Abstract

A rapid microwave-polyol technique is developed to grow bare-surface sub-10-nm lead sulfide (PbS) colloidal nanocrystals (NCs) of uniform size. Growth involves three distinct dynamical stages. PbS NCs homogeneously nucleate and undergo a fast growth process that spontaneously aggregates them into a continuous microstructure of PbS. Next, the interaction of low-power microwave irradiation with the NCs’ dipole moments along different crystallographic axes leads to the development of strain at the NCs’ grain boundaries, which ultimately causes dissociation of the aggregated microstructures into individual uniform-sized PbS NCs. The most distinctive feature of this growth technique is the bare nature and uniform size of the NCs produced. This gives the freedom to fabricate a highly packed NC thin film, which is essential for enhanced charge-transport properties.

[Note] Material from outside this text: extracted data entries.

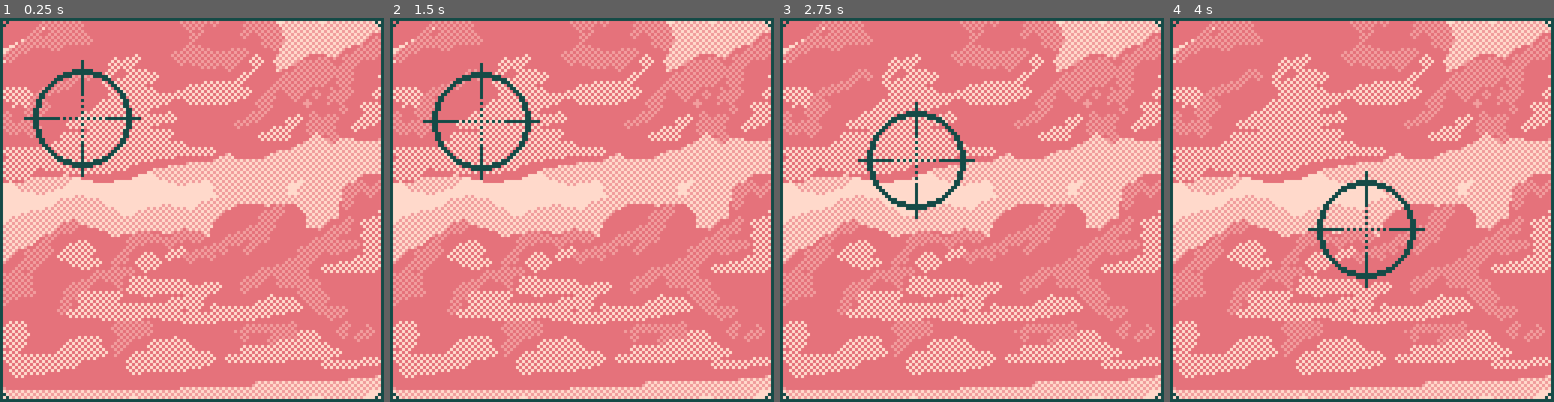
Above: before the commit, frames 1-4 (left to right).
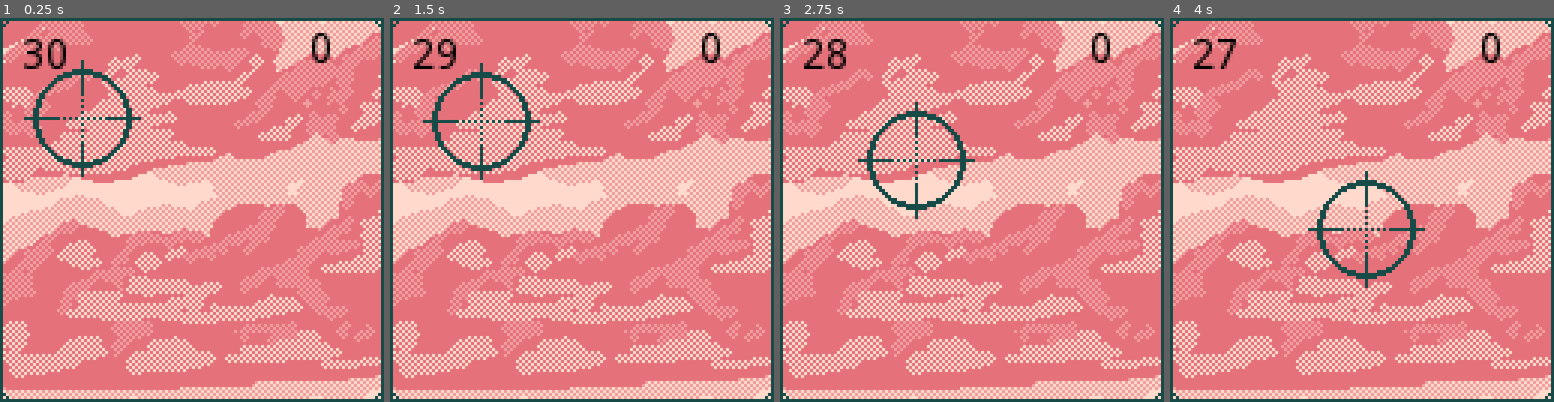
Above: after the commit, the same moments.

Repository: BurntRobot/Every-bird-is-fed-with-its-beak
Game: Godot game, scene res://Shooting/Shooting.tscn
Same seed, same stepped clock (60 frames per second), same inputs: the game is played once before the commit and once after it.
Inputs (mouse positions are in pixels of both pictures, inside the frame that each line leads up to):
- Up to frame 1 (0.25 s): no input
- Up to frame 2 (1.5 s): move the mouse to (666, 190) at 0.52 s; click (666, 190) at 0.6 s; move the mouse to (505, 229) at 1.27 s; click (505, 229) at 1.35 s
- Up to frame 3 (2.75 s): move the mouse to (1010, 125) at 2.02 s; click (1010, 125) at 2.1 s
- Up to frame 4 (4 s): move the mouse to (1342, 286) at 2.77 s; click (1342, 286) at 2.85 s; move the mouse to (1477, 267) at 3.52 s; click (1477, 267) at 3.6 s

The runs differ from the first frame. In frame 1, 0.8% of the frame differs, in the area x 6-86%, y 3-14%; in frame 2, 0.7%; in frame 3, 0.8%; in frame 4, 0.7%.

Commit message:
Add quiting. Some fancy project restructuring.

Diff:
--- a/Shooting/PlayerScope.gd
+++ b/PlayerScope/PlayerScope.gd
@@ -3,6 +3,8 @@
 var movement = Vector2()
 var speed = 3
 var on_cooldown = false
+var bullets = 30
+var dead_ducks = 0
 
 
 func _ready():
@@ -11,11 +13,12 @@
 
 func _process(delta):
 	if not on_cooldown:
-		if Input.is_action_just_pressed("shoot"):
+		if Input.is_action_just_pressed("shoot") and bullets != 0:
 			$AnimationPlayer.play("shoot")
 			$AudioStreamPlayer2D.play()
 			on_cooldown = true
 			$CooldownTimer.start()
+			bullets -= 1
 		else:
 			if not $AnimationPlayer.is_playing():
 				$AnimationPlayer.play("idle")
@@ -24,7 +27,10 @@
 			movement = move_and_slide(movement * speed)
 
 func _on_Area2D_body_entered(body):
+	dead_ducks += 1
 	body.die()
+	if bullets == 0:
+		print("game ended")
 
 func _on_CooldownTimer_timeout():
 	on_cooldown = false
--- a/Shooting/PlayerScope.tscn
+++ b/PlayerScope/PlayerScope.tscn
@@ -1,8 +1,11 @@
 [gd_scene load_steps=7 format=2]
 
-[ext_resource path="res://Shooting/PlayerScope.gd" type="Script" id=1]
-[ext_resource path="res://Shooting/Scope.png" type="Texture" id=2]
-[ext_resource path="res://Shooting/rifle.wav" type="AudioStream" id=3]
+[ext_resource path="res://PlayerScope/PlayerScope.gd" type="Script" id=1]
+[ext_resource path="res://PlayerScope/Scope.png" type="Texture" id=2]
+[ext_resource path="res://PlayerScope/rifle.wav" type="AudioStream" id=3]
+
+
+
 
 [sub_resource type="CircleShape2D" id=1]
 radius = 2.0
--- a/Shooting/Shooting.gd
+++ b/Shooting/Shooting.gd
@@ -3,3 +3,9 @@
 func _ready():
 	OS.window_size = Vector2(800, 800)
 	OS.window_position = Vector2(250, 100)
+
+func _process(delta):
+	$Label.text = str($PlayerScope.bullets)
+	$Label2.text = str($PlayerScope.dead_ducks)
+	if Input.is_action_just_pressed("quit"):
+		get_tree().quit()
--- a/Shooting/Shooting.tscn
+++ b/Shooting/Shooting.tscn
@@ -4,7 +4,7 @@
 [ext_resource path="res://Shooting/Background.png" type="Texture" id=2]
 [ext_resource path="res://Shooting/Spawner.tscn" type="PackedScene" id=3]
 [ext_resource path="res://Shooting/Frame.png" type="Texture" id=4]
-[ext_resource path="res://Shooting/PlayerScope.tscn" type="PackedScene" id=5]
+[ext_resource path="res://PlayerScope/PlayerScope.tscn" type="PackedScene" id=5]
 [ext_resource path="res://Shooting/DeadZone.tscn" type="PackedScene" id=6]
 [ext_resource path="res://Shooting/forest_ambient.ogg" type="AudioStream" id=7]
 [ext_resource path="res://Shooting/Red Curtain.ogg" type="AudioStream" id=8]
@@ -49,3 +49,21 @@
 [node name="Music" type="AudioStreamPlayer" parent="."]
 stream = ExtResource( 8 )
 autoplay = true
+
+[node name="Label" type="Label" parent="."]
+margin_left = 6.58485
+margin_top = 5.5094
+margin_right = 46.5849
+margin_bottom = 19.5094
+custom_colors/font_color = Color( 0, 0, 0, 1 )
+text = "1"
+
+[node name="Label2" type="Label" parent="."]
+margin_left = 103.0
+margin_top = 4.0
+margin_right = 123.0
+margin_bottom = 18.0
+custom_colors/font_color = Color( 0, 0, 0, 1 )
+text = "1"
+
+[node name="EndgameTimer" type="Timer" parent="."]
--- a/project.godot
+++ b/project.godot
@@ -23,6 +23,7 @@
 
 window/size/width=128
 window/size/height=128
+window/size/fullscreen=true
 window/stretch/mode="viewport"
 window/stretch/aspect="keep"
 
@@ -31,6 +32,11 @@
 shoot={
 "deadzone": 0.5,
 "events": [ Object(InputEventMouseButton,"resource_local_to_scene":false,"resource_name":"","device":0,"alt":false,"shi …(212 unchanged characters)…
+ ]
+}
+quit={
+"deadzone": 0.5,
+"events": [ Object(InputEventKey,"resource_local_to_scene":false,"resource_name":"","device":0,"alt":false,"shift":false,"control":false,"meta":false,"command":false,"pressed":false,"scancode":16777217,"unicode":0,"echo":false,"script":null)
  ]
 }
 
Renamed: Shooting/Scope.png -> PlayerScope/Scope.png
Not shown, changed: PlayerScope/Scope.png.import
Not shown, changed: PlayerScope/rifle.wav.import
Binary file added: m3x6.ttf
Not shown, added: PlayerScope/rifle.wav

It simultaneously also precludes the need of undergoing a detrimental solid-state ligand-exchange process, which is indispensably required for casting thin films from conventional counterpart long-aliphatic-ligand-capped NCs. To realize the photosensitivity and charge-transport nature of these microwave-synthesized NCs, we fabricated a lateral heterojunction photoconductor and a phototransistor that work on the principal of electron transfer to the metal oxide layer. The photoconductor exhibits prominent multispectral photosensitivity in the visible region, demonstrating high external quantum efficiency and detectivity of 7.42 × 102% and 1.07 × 1011 jones, respectively. Further, it also shows superior photocurrent generation with respect to the conventional hot-injection-method-synthesized PbS NC-based photoconductor, indicating more efficient inter-NC charge transport in its NC thin film. The unencapsulated photoconductor exhibits a long air-storage lifetime, which reflects air stability of the device and PbS NCs. In addition to the photoconductor, the metal oxide/PbS heterojunction phototransistor also shows superior photosensitivity with a responsivity and a response time of 3 × 10–2A/W and 2.2 s, respectively.